From the outset, Godwin was impressed by Shelley’s intellect and was appreciative of his admiration. Underlying the decision to befriend him, however, was the knowledge that Shelley was a baronet’s heir with a relaxed attitude to the dispersal of his family’s money. He might be an impetuous youth whose ideas needed some refining, but he was also in a position to extricate Godwin from his never-ending financial difficulties. When the Shelleys visited Skinner Street in the autumn of 1812 they were therefore made welcome. Godwin and the children took to trim, smart little Harriet, and they were all rather fascinated by the energy of the charming and unpredictable Shelley.

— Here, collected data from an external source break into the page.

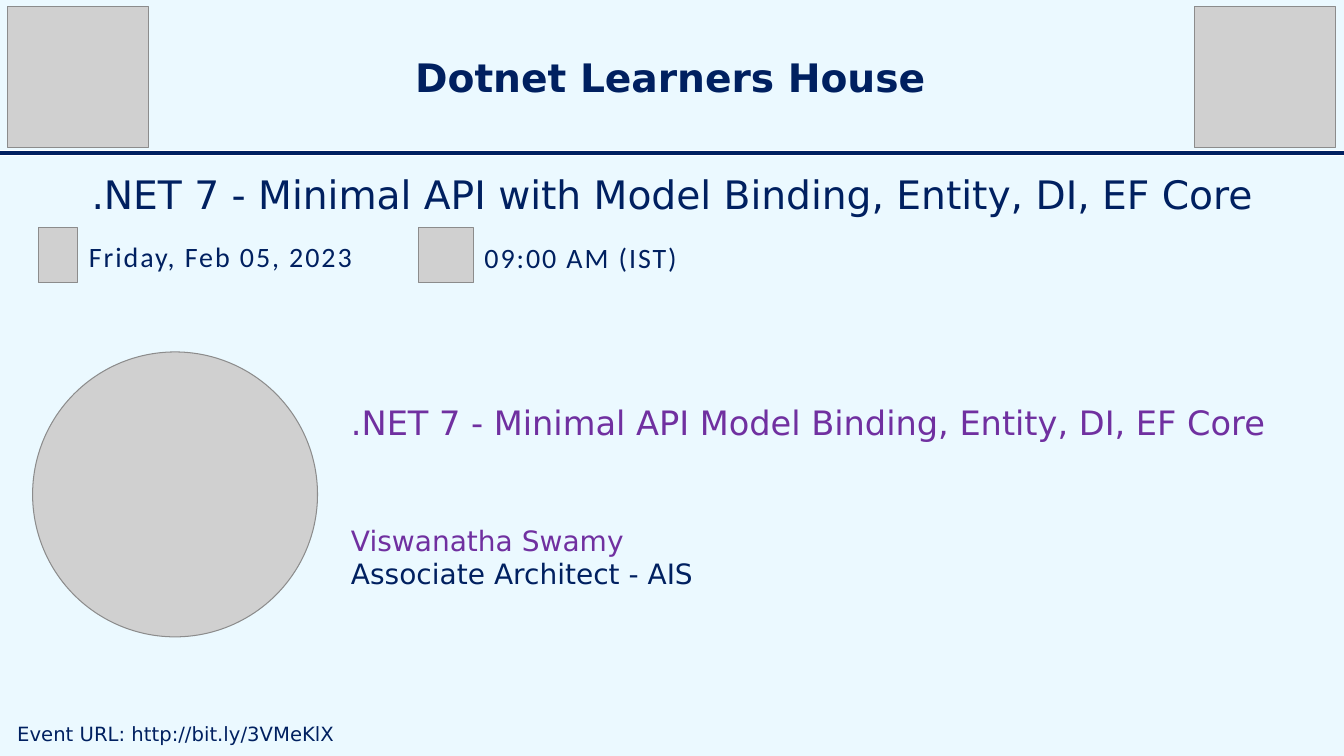
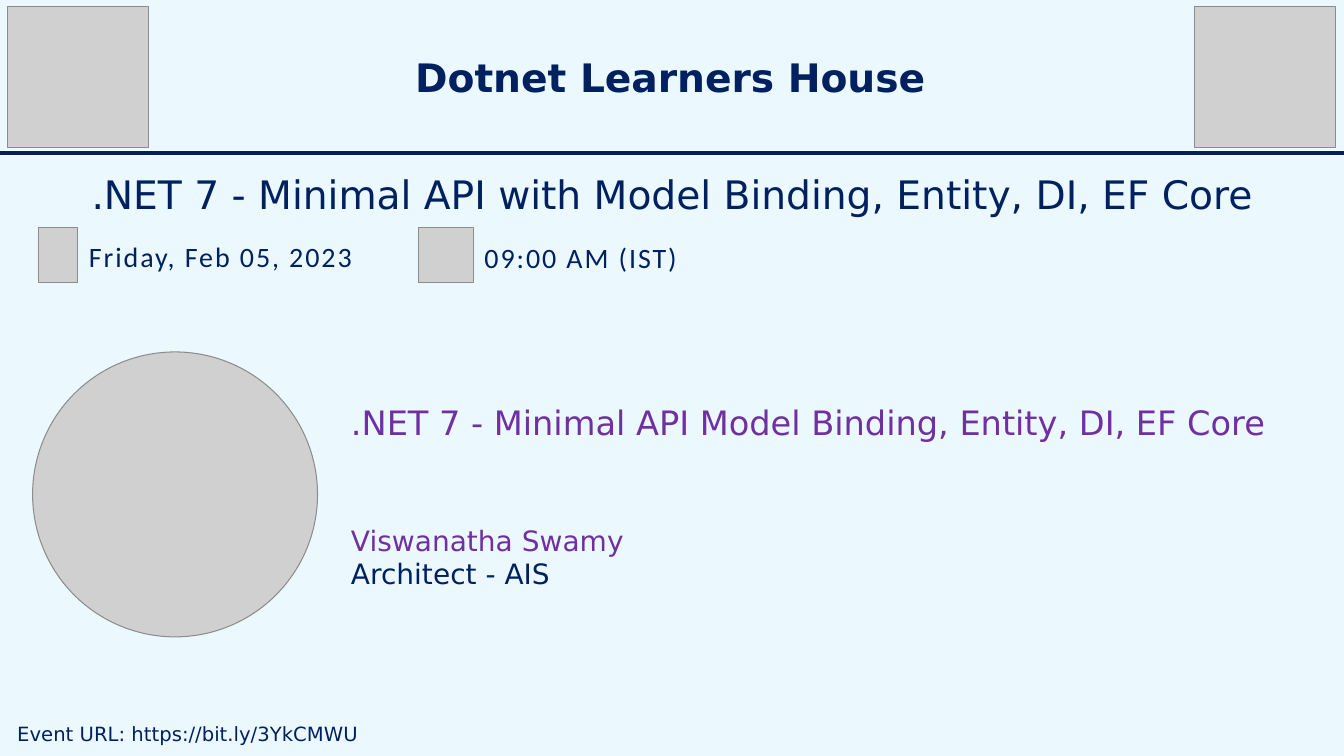
Before and after one commit to vishipayyallore/speaker-series-2023, a slide deck: slide 3 of TechTalk.pptx. Drawn at 1344x756 pixels with LibreOffice and Linux fonts; fonts in the diff are those of the drawing; grey boxes stand for pictures. Boxes give left, top, right and bottom in pixels: in the first picture for what was removed or moved away, otherwise in the second. Text is boxed around its words. In the diff, an @@ line names an element or a change of style, - is before the commit and + after.

```diff
--- a/TechTalk.pptx
+++ b/TechTalk.pptx
@@ text at bbox=[351, 562, 550, 585]: text changed @@
-Associate Architect - AIS
+Architect - AIS
@@ text at bbox=[17, 726, 357, 745]: text changed @@
-Event URL: http://bit.ly/3VMeKlX
+Event URL: https://bit.ly/3YkCMWU
```
Also in this commit, not shown: 1 slide added, 12 other files.

Shelley returned to Wales at the end of 1812 buoyed by the conviction that in Godwin he had found at least one new friend. He and Harriet moved to London the following summer, and there Harriet gave birth to a baby girl, named Ianthe. But after Ianthe’s birth a shortage of money drove them first to the Lake District, and then to Edinburgh. Accompanied by Harriet’s sister Eliza, the young family travelled northwards in Shelley’s newly acquired travelling carriage, dogged at every stage of their journey by bills and letters from angry creditors, chief among them the harassed maker of their splendid new coach. Travelling for days on end with a small baby and a disapproving sister-in-law in tow was not, as Shelley and Harriet began to discover, a recipe for marital harmony, and by the time they returned to the south at the end of 1813 their relationship was fracturing under the triple stresses of constant travel, new parenthood and financial insecurity. At the beginning of 1814 Shelley took a house in Windsor, in which he installed Harriet, Eliza and Ianthe. He did not stay there himself for any extended period, but instead embarked once more on a peripatetic existence, moving between the houses of friends and temporary London lodgings. He continued to visit Windsor and, in spite of the strains, Harriet became pregnant for a second time. But he spent less and less time with his family as 1814 progressed and, by the summer, his occasional visits had ceased entirely.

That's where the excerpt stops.